Credit rating agency Moody’s on Friday concluded its review of Israel, downgrading it to A2 from A1, citing material political and fiscal risks due to Israel’s war with Hamas.
The response in Israel was varied. Center and Left factions blamed the coalition, while the coalition called the decision “baseless.”
In October, Moody’s placed Israel’s A1 ratings on review for a possible downgrade, citing the ongoing war, and warned that they may do so a week prior.
“In the past, Israel’s sovereign credit profile has shown resilience to terrorist attacks and military action,” a group of the firm’s top analysts said in a note at the time. “However, a prolonged conflict that durably and significantly impairs economic activity and policymaking would test that resilience.”
The comments came as traders pushed the cost of insuring Israel’s debt against a default to the highest level in nearly a decade.
This came mere months after Morgan Stanley downgraded Israel’s sovereign credit rating in July, citing the passing of the first law of the government’s controversial judicial reform. This caused Moody’s to warn of significant risk.
And, indeed, Israel was now been downgraded to A2, and its credit outlook was kept at negative, meaning a further downgrade is possible.
This assessment came following an assessment of Israel’s current climate, including war and political turmoil alike. The company cited concerns about the long-term effects of the war on the economy and on the government, as well as the looming threat of potential war with Hezbollah in Lebanon.
Moody’s sent a warning to Israel shortly after the October 7 massacre, saying that a prolonged war with Hamas could drag down the country’s credit score.
Israeli politicians' response to the report
However, leaders in Israel’s government responded with blanket denial of the grim outlook the Moody’s report presented.
Namely, Prime Minister Benjamin Netanyahu responded with a polar opposite statement to that presented by Moody’s – not that Israel’s economy is on the brink, that Israelis are already suffering and have a chance of continuing to suffer, but rather that Israel’s economy is “solid.”
“The rating will go back up as soon as we win the war – and we will win,” he declared.
Finance Minister Bezalel Smotrich, too, fervently disagreed with the report, saying that Moody’s was simply “a political manifesto based on a pessimistic and unfounded geopolitical worldview” rather than being based on “serious economic arguments.”

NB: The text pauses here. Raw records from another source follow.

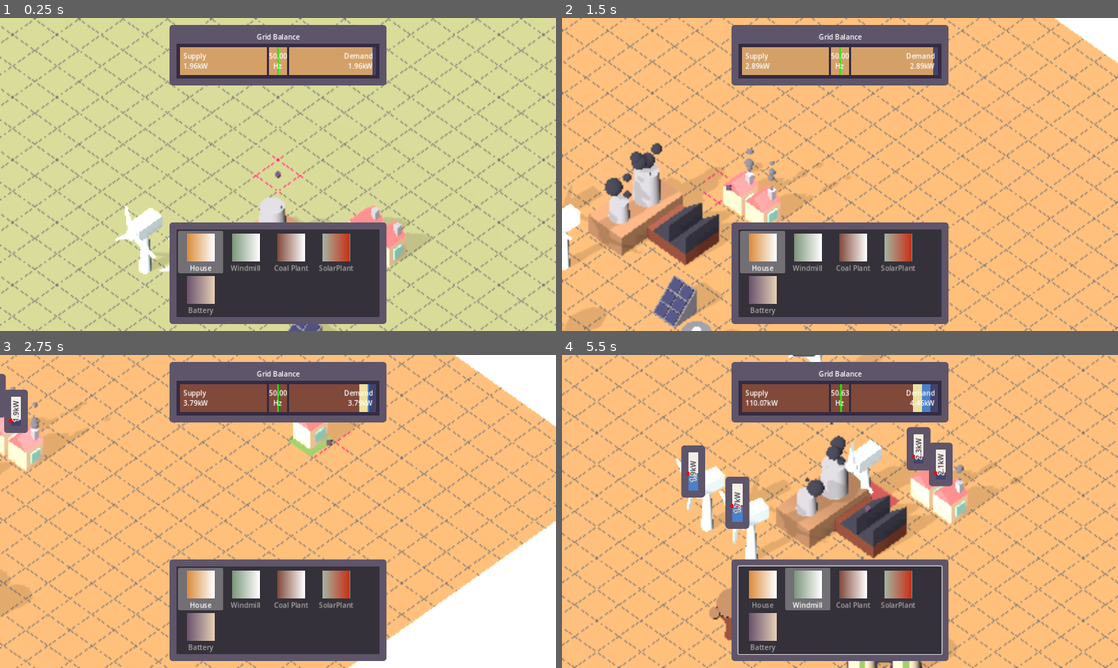
Above: before the commit, frames 1-4 (two rows, left to right).
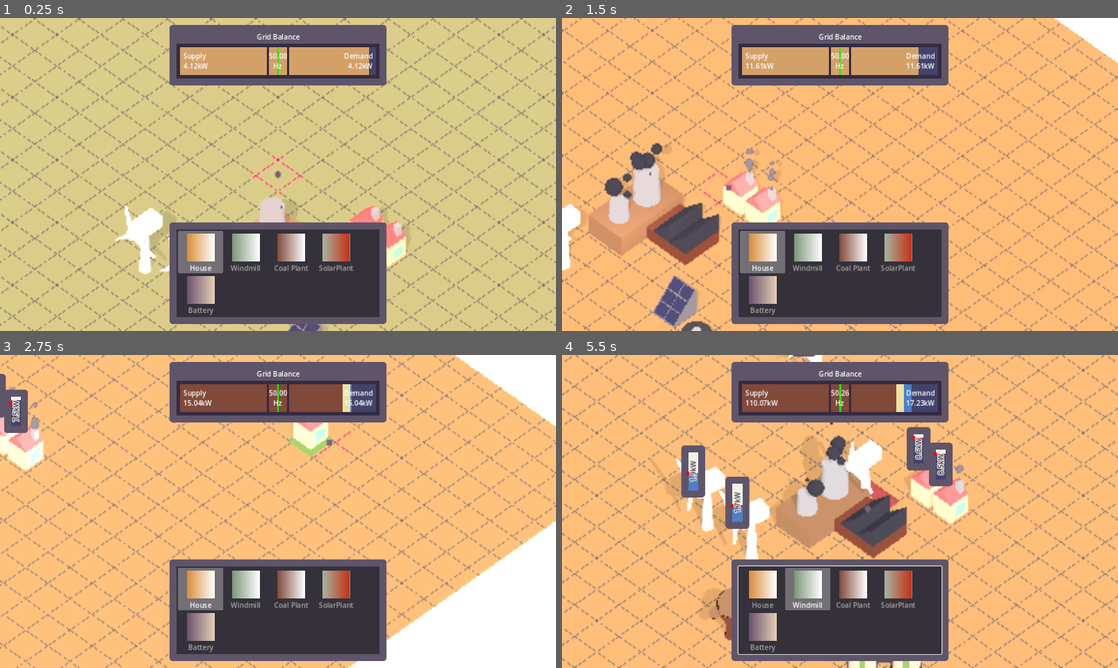
Above: after the commit, the same moments.

Repository: Vandebron/vandebron_game
Game: Godot game, scene res://world/main.tscn
Same seed, same stepped clock (60 frames per second), same inputs: the game is played once before the commit and once after it.
Inputs (mouse positions are in pixels of both pictures, inside the frame that each line leads up to):
- Up to frame 1 (0.25 s): no input
- Up to frame 2 (1.5 s): tap Enter at 0.5 s; move the mouse to (962, 158) at 0.52 s; hold D (move_right) 0.53-1.28 s; hold Tab (show_info) 0.53-1.28 s; click (962, 158) at 0.67 s; move the mouse to (728, 190) at 1.27 s; hold S (move_down) from 1.28 s (still down); click (728, 190) at 1.35 s
- Up to frame 3 (2.75 s): tap Tab (show_info) at 1.55 s; move the mouse to (333, 442) at 2.02 s; release S (move_down) at 2.03 s; hold D (move_right) from 2.03 s (still down); hold Tab (show_info) from 2.03 s (still down); tap Space (build_initiate) at 2.1 s
- Up to frame 4 (5.5 s): move the mouse to (812, 574) at 2.77 s; release D (move_right) at 2.78 s; release Tab (show_info) at 2.78 s; hold W (move_up) 2.78-3.53 s; tap Tab (show_info) at 2.85, 4.55 s; click (812, 574) at 2.92 s; move the mouse to (1006, 558) at 3.52 s; hold Tab (show_info) 3.53-4.28 s; hold A (move_left) 3.53-5.03 s; move the mouse to (673, 464) at 4.27 s; click (673, 464) at 4.35 s; move the mouse to (867, 511) at 5.02 s; hold S (move_down) from 5.03 s (still down); hold Tab (show_info) from 5.03 s (still down); tap Space (build_initiate) at 5.1 s; click (867, 511) at 5.17 s

The runs differ from the first frame. In frame 1, 1.3% of the frame differs, in the area x 20-78%, y 9-100%; in frame 2, 5.2%; in frame 3, 2.3%; in frame 4, 6.5%, in the area x 15-83%, y 0-100%.

Commit message:
Add time & part of day; remove moon

Diff:
--- a/library/day_night_cycle.tres
+++ /dev/null
@@ -1,5 +0,0 @@
-[gd_resource type="Curve" format=3 uid="uid://bdblxndiqv2tn"]
-
-[resource]
-_data = [Vector2(0, 1), 0.0, -0.0316533, 0, 0, Vector2(0.104265, 0.75452), 0.0, 0.0, 0, 0, Vector2(0.248815, 0.751908), 0.0, 0.0, 0, 0, Vector2(0.398104, 0), 0.0, 0.0, 0, 0, Vector2(0.604265, 0), 0.0, 0.0, 0, 0, Vector2(0.748815, 0.749297), 0.0, 0.0, 0, 0, Vector2(0.902844, 0.751908), 0.0, 0.0, 0, 0, Vector2(1, 1), 0.0152972, 0.0, 0, 0]
-point_count = 8
--- a/library/events.gd
+++ b/library/events.gd
@@ -4,7 +4,7 @@
 signal build_cancelled()
 signal build_confirmed()
 
-signal night_started()
-signal night_ended()
+signal part_of_day_started(part: Weather.DayPart)
+signal part_of_day_ended(part: Weather.DayPart)
 signal season_started(season: Weather.Season)
 signal season_ended(season: Weather.Season)
--- a/library/utils.gd
+++ b/library/utils.gd
@@ -23,8 +23,8 @@
 ## Returns a value between -1 and 1, based on the current time.
 ## It returns -1 at the start of the time time cycle, and 1 at the end.
 ## Convenient for sampling points on a curve. Especially sine waves.
-func get_cycle_value(cycle_time_ms: int) -> float:
-	var current_time_ms: int = Time.get_ticks_msec()
+func get_cycle_value(cycle_time_ms: int, offset: int = 0) -> float:
+	var current_time_ms: int = Time.get_ticks_msec() + offset
 	return 1.0 - (2.0 * (current_time_ms % cycle_time_ms)) / cycle_time_ms
 
 
--- a/library/weather.gd
+++ b/library/weather.gd
@@ -1,10 +1,11 @@
 extends Node
 
 enum Season {AUTUMN, WINTER, SPRING, SUMMER}
+enum DayPart {DAWN, NOON, DUSK, NIGHT}
 
 const days_per_season: int = 7
-const day_night_cycle: Curve = preload("res://library/day_night_cycle.tres")
 const day_night_cycle_ms: int = 30_000 # Cycle of 30 seconds means day=15s, night=15s
+const game_start_offset_ms: int = floori((6.0 / 24.0) * float(day_night_cycle_ms)) # Start the game at 6 'o clock
 const wind_cycle_ms: int = 30_000 # Dictates how long it takes for weather to repeat
 const min_temperature: float = -10.0
 const max_temperature: float = 40.0
@@ -12,13 +13,15 @@
 var wind_angle: float = 1.0 # Direction of wind in radians. Cosmetic. does not affect wind power
 var wind: float = 0.5 # Ranges from 0-1
 var sun: float = 0.5 # Ranges from 0-1
+var temperature: float = 0.0 # Ranges from 0-1; let's say 0=-10, 1=40
 var point_of_day: float = 1.0 # Ranges from 0-1; night is < 0.5
-var temperature: float = 0.0 # Ranges from 0-1; let's say 0=-10, 1=40
+var time_of_day: float = 0.0: get=_get_time_of_day # Ranges from 0-24
+var part_of_day: DayPart = DayPart.DAWN: get=_get_part_of_day
+var season: Season
 
 var _target_wind: float = 1.0
-var _was_night: bool
 var _days_passed: int
-var season: Season
+var _prev_part_of_day: DayPart = DayPart.DAWN
 
 
 func _ready() -> void:
@@ -27,23 +30,81 @@
 
 
 func _physics_process(delta: float) -> void:
-	point_of_day = _get_point_of_day()
+	point_of_day = _get_point_of_day() # This gets sampled so much, so we cache it here
+	_handle_day_transitions()
 	wind = lerpf(wind, _target_wind, delta)
-	temperature = point_of_day
 
-	if is_night() && !_was_night:
-		_was_night = true
-		Events.night_started.emit()
-	elif !is_night() && _was_night:
-		_was_night = false
-		Events.night_ended.emit()
 
-		_days_passed += 1
-		# Increment season every X days, and make sure it wraps around from summer to autumn.
-		if _days_passed % days_per_season == 0:
-			Events.season_ended.emit(season)
-			season = wrapi(season + 1, 0, Season.size()) as Season
-			Events.season_started.emit(season)
+func celcius_to_temp(celcius: float) -> float:
+	return (celcius + min_temperature) / (max_temperature - min_temperature)
+
+
+func temp_to_celcius(temp: float) -> float:
+	return (temp * (max_temperature - min_temperature)) - min_temperature
+
+
+func is_dawn() -> bool:
+	return part_of_day == DayPart.DAWN
+
+
+func is_noon() -> bool:
+	return part_of_day == DayPart.NOON
+
+
+func is_dusk() -> bool:
+	return part_of_day == DayPart.NOON
+
+
+func is_night() -> bool:
+	return part_of_day == DayPart.NIGHT
+
+
+func is_day() -> bool:
+	return !is_night()
+
+
+## Returns value in 0-24h range
+func _get_time_of_day() -> float:
+	return point_of_day * 24.0
+
+
+## Returns value in 0-1 range.
+func _get_point_of_day() -> float:
+	var t: float = Utils.get_cycle_value(int(day_night_cycle_ms), game_start_offset_ms)
+	return (1.0 - t) / 2.0
+
+
+func _get_part_of_day() -> DayPart:
+	var time: float = time_of_day
+	if time > 6.00 && time <= 12.00:
+		return DayPart.DAWN
+	if time > 12.00 && time <= 18.00:
+		return DayPart.NOON
+	if time > 18.00 && time <= 24.00:
+		return DayPart.DUSK
+	return DayPart.NIGHT
+
+
+func _handle_day_transitions() -> void:
+	if part_of_day == _prev_part_of_day:
+		return
+
+	Events.part_of_day_ended.emit(_prev_part_of_day)
+	Events.part_of_day_started.emit(part_of_day)
+	_prev_part_of_day = part_of_day
+
+	if part_of_day != DayPart.DAWN:
+		return
+
+	_days_passed += 1
+
+	if _days_passed % days_per_season > 0:
+		return
+
+	# Increment season every X days, and make sure it wraps around from summer to autumn.
+	Events.season_ended.emit(season)
+	season = wrapi(season + 1, 0, Season.size()) as Season
+	Events.season_started.emit(season)
 
 
 func _update_wind() -> void:
@@ -78,25 +139,3 @@
 			return clampf(temp, celcius_to_temp(12.0), celcius_to_temp(40.0))
 	printerr("Unknown season")
 	return 0.5
-
-
-func is_day() -> bool:
-	return point_of_day >= 0.5
-
-
-func is_night() -> bool:
-	return point_of_day < 0.5
-
-
-func celcius_to_temp(celcius: float) -> float:
-	return (celcius + min_temperature) / (max_temperature - min_temperature)
-
-
-func temp_to_celcius(temp: float) -> float:
-	return (temp * (max_temperature - min_temperature)) - min_temperature
-
-
-func _get_point_of_day() -> float:
-	# We rotate the sun based on PI, so we need to account for that here
-	var x: float = Utils.get_cycle_value(int(day_night_cycle_ms * PI))
-	return day_night_cycle.sample(absf(x))
--- a/object/house/house.gd
+++ b/object/house/house.gd
@@ -13,14 +13,11 @@
 func _ready() -> void:
 	variance_timer.timeout.connect(self._update_variance)
 
+	Events.part_of_day_started.connect(self._on_part_of_day_started)
+	Events.part_of_day_ended.connect(self._on_part_of_day_ended)
+
 	if Weather.is_day():
 		model.animation_player.play("consume")
-
-	Events.night_started.connect(func() -> void:
-		model.animation_player.play("night"))
-
-	Events.night_ended.connect(func() -> void:
-		model.animation_player.play("consume"))
 
 
 func _physics_process(delta: float) -> void:
@@ -39,11 +36,6 @@
 		hide_info()
 
 
-## Introduces some randomness to consumption, so every house is a little bit different.
-func _update_variance() -> void:
-	_variance = randf() * consumption_variance
-
-
 func show_info() -> void:
 	%ConsumptionGaugeCtnr.visible = true
 	%ConsumptionGaugeCtnr.global_position = Utils.get_camera().unproject_position(global_position)
@@ -59,3 +51,18 @@
 
 func hide_info() -> void:
 	%ConsumptionGaugeCtnr.visible = false
+
+
+## Introduces some randomness to consumption, so every house is a little bit different.
+func _update_variance() -> void:
+	_variance = randf() * consumption_variance
+
+
+func _on_part_of_day_started(part: Weather.DayPart) -> void:
+	if part == Weather.DayPart.DUSK:
+		model.animation_player.play("night")
+
+
+func _on_part_of_day_ended(part: Weather.DayPart) -> void:
+	if part == Weather.DayPart.DUSK:
+		model.animation_player.play("consume")
--- a/object/sun_anchor.gd
+++ b/object/sun_anchor.gd
@@ -1,20 +1,17 @@
 extends Node3D
 
+@export var sun_color_range: GradientTexture1D
+@export var sun_light_energy_range: Curve
+
 @onready var sun: DirectionalLight3D = $Sun
-@onready var moon: DirectionalLight3D = $Moon
 
 
 func _physics_process(_delta: float) -> void:
-	rotation.z = PI * (1.0 - Weather.point_of_day)
-	rotation.y = PI * (1.0 - Weather.point_of_day)
-
-	sun.visible = Weather.is_day()
-	moon.visible = Weather.is_night()
+	# TODO: Fix sun rotation. It should not "jump" to a new orientation at break of dawn
+	rotation.z = -(PI * 0.5 * Weather.point_of_day)
+	rotation.y = (PI * 0.5 * Weather.point_of_day)
 
 	sun.look_at(Vector3.ZERO)
-	moon.look_at(Vector3.ZERO)
 
-	# TODO: Add dawn/dusk lighting style like this:
-	#sun.light_color = Color.hex(0xd3a068ff)
-	#sun.light_energy = 0.5
-	#$WorldEnvironment.environment.fog_enabled = _is_night()
+	sun.light_color = sun_color_range.gradient.sample(Weather.point_of_day)
+	sun.light_energy = sun_light_energy_range.sample(Weather.point_of_day)
--- a/world/main.tscn
+++ b/world/main.tscn
@@ -26,7 +26,20 @@
 ssao_enabled = true
 ssao_intensity = 4.0
 glow_enabled = true
-fog_density = 0.05
+
+[sub_resource type="Gradient" id="Gradient_tg6a4"]
+interpolation_mode = 2
+offsets = PackedFloat32Array(0, 0.25, 0.5, 0.75, 1)
+colors = PackedColorArray(0.262745, 0.262745, 0.415686, 1, 0.960784, 0.788235, 0.733333, 1, 1, 1, 1, 1, 0.85, 0.575875, 0.4845, 1, 0.262745, 0.262745, 0.415686, 1)
+
+[sub_resource type="GradientTexture1D" id="GradientTexture1D_ugm2t"]
+gradient = SubResource("Gradient_tg6a4")
+
+[sub_resource type="Curve" id="Curve_j6r4g"]
+min_value = 0.7
+max_value = 0.9
+_data = [Vector2(2.08165e-12, 0.7), 0.0, 0.0, 0, 0, Vector2(0.5, 0.9), 2.52989e-07, 2.52989e-07, 0, 0, Vector2(1, 0.7), 0.0, 0.0, 0, 0]
+point_count = 3
 
 [sub_resource type="BoxShape3D" id="BoxShape3D_fj1y3"]
 size = Vector3(32, 1, 32)
@@ -99,19 +112,13 @@
 environment = SubResource("Environment_khv8l")
 
 [node name="SunAnchor" type="Node3D" parent="."]
-transform = Transform3D(1, -3.48787e-16, 3.48787e-16, 3.48787e-16, 1, -3.48787e-16, -3.48787e-16, 3.48787e-16, 1, 0, 0, 0)
 script = ExtResource("2_hv10b")
+sun_color_range = SubResource("GradientTexture1D_ugm2t")
+sun_light_energy_range = SubResource("Curve_j6r4g")
 
 [node name="Sun" type="DirectionalLight3D" parent="SunAnchor"]
-transform = Transform3D(-0.819152, 0.345187, 0.458079, 6.98189e-08, -0.798636, 0.601815, 0.573576, 0.492978, 0.654204, 2.08165e-12, 11, 6)
+transform = Transform3D(-0.819152, 0.345187, 0.458078, 6.98189e-08, -0.798636, 0.601815, 0.573576, 0.492978, 0.654204, -7, 11, 13.25)
 light_energy = 0.9
-shadow_enabled = true
-shadow_opacity = 0.3
-
-[node name="Moon" type="DirectionalLight3D" parent="SunAnchor"]
-transform = Transform3D(0.798636, -0.362181, -0.480631, 2.78554e-16, 0.798636, -0.601815, 0.601815, 0.480631, 0.637819, 2.08165e-12, -11, 9)
-light_color = Color(0.262745, 0.262745, 0.415686, 1)
-light_energy = 0.7
 shadow_enabled = true
 shadow_opacity = 0.3
 
Not shown: 1 places in world/main.tscn that only renumber resources

It “reflects a lack of confidence in Israel’s security and national strength, and apparently also a lack of confidence in the righteousness of its path in the face of its enemies,” he claimed.
He further complained that Hamas and Hezbollah were not designated as terrorists in Moody’s report – a report by an apolitical, bond credit-rating business.
Perhaps Smotrich’s intention – as was, from the looks of it, the prime minister’s – was to bring calm to the already-tense public, but what he said could not be further from the truth. This report is serious and reflects a very real threat to the Israeli economy.
Bank of Israel Governor Amir Yaron urged the government on Sunday, two days after Moody’s announced the downgrade, to take action and to heed the warning the Moody’s report presented.
The credit rating drop, in reality, is a warning of what is to come – of what, in fact, has already begun in Israel. That means higher interest rates, increased borrowing costs, and reduced access to affordable loans.
The current market conditions have prompted lenders to demand higher interest rates even before any downgrade was made public. This ripple effect can be felt in various sectors of the economy.
As a result, those involved and invested in the Israeli market are adjusting expectations and pricing according to such reports.
Israel’s politicians need to shake off the need to defend themselves through denial and address the issue head-on, otherwise they will be remembered as the coalition members that led to the downfall of Israel’s economy.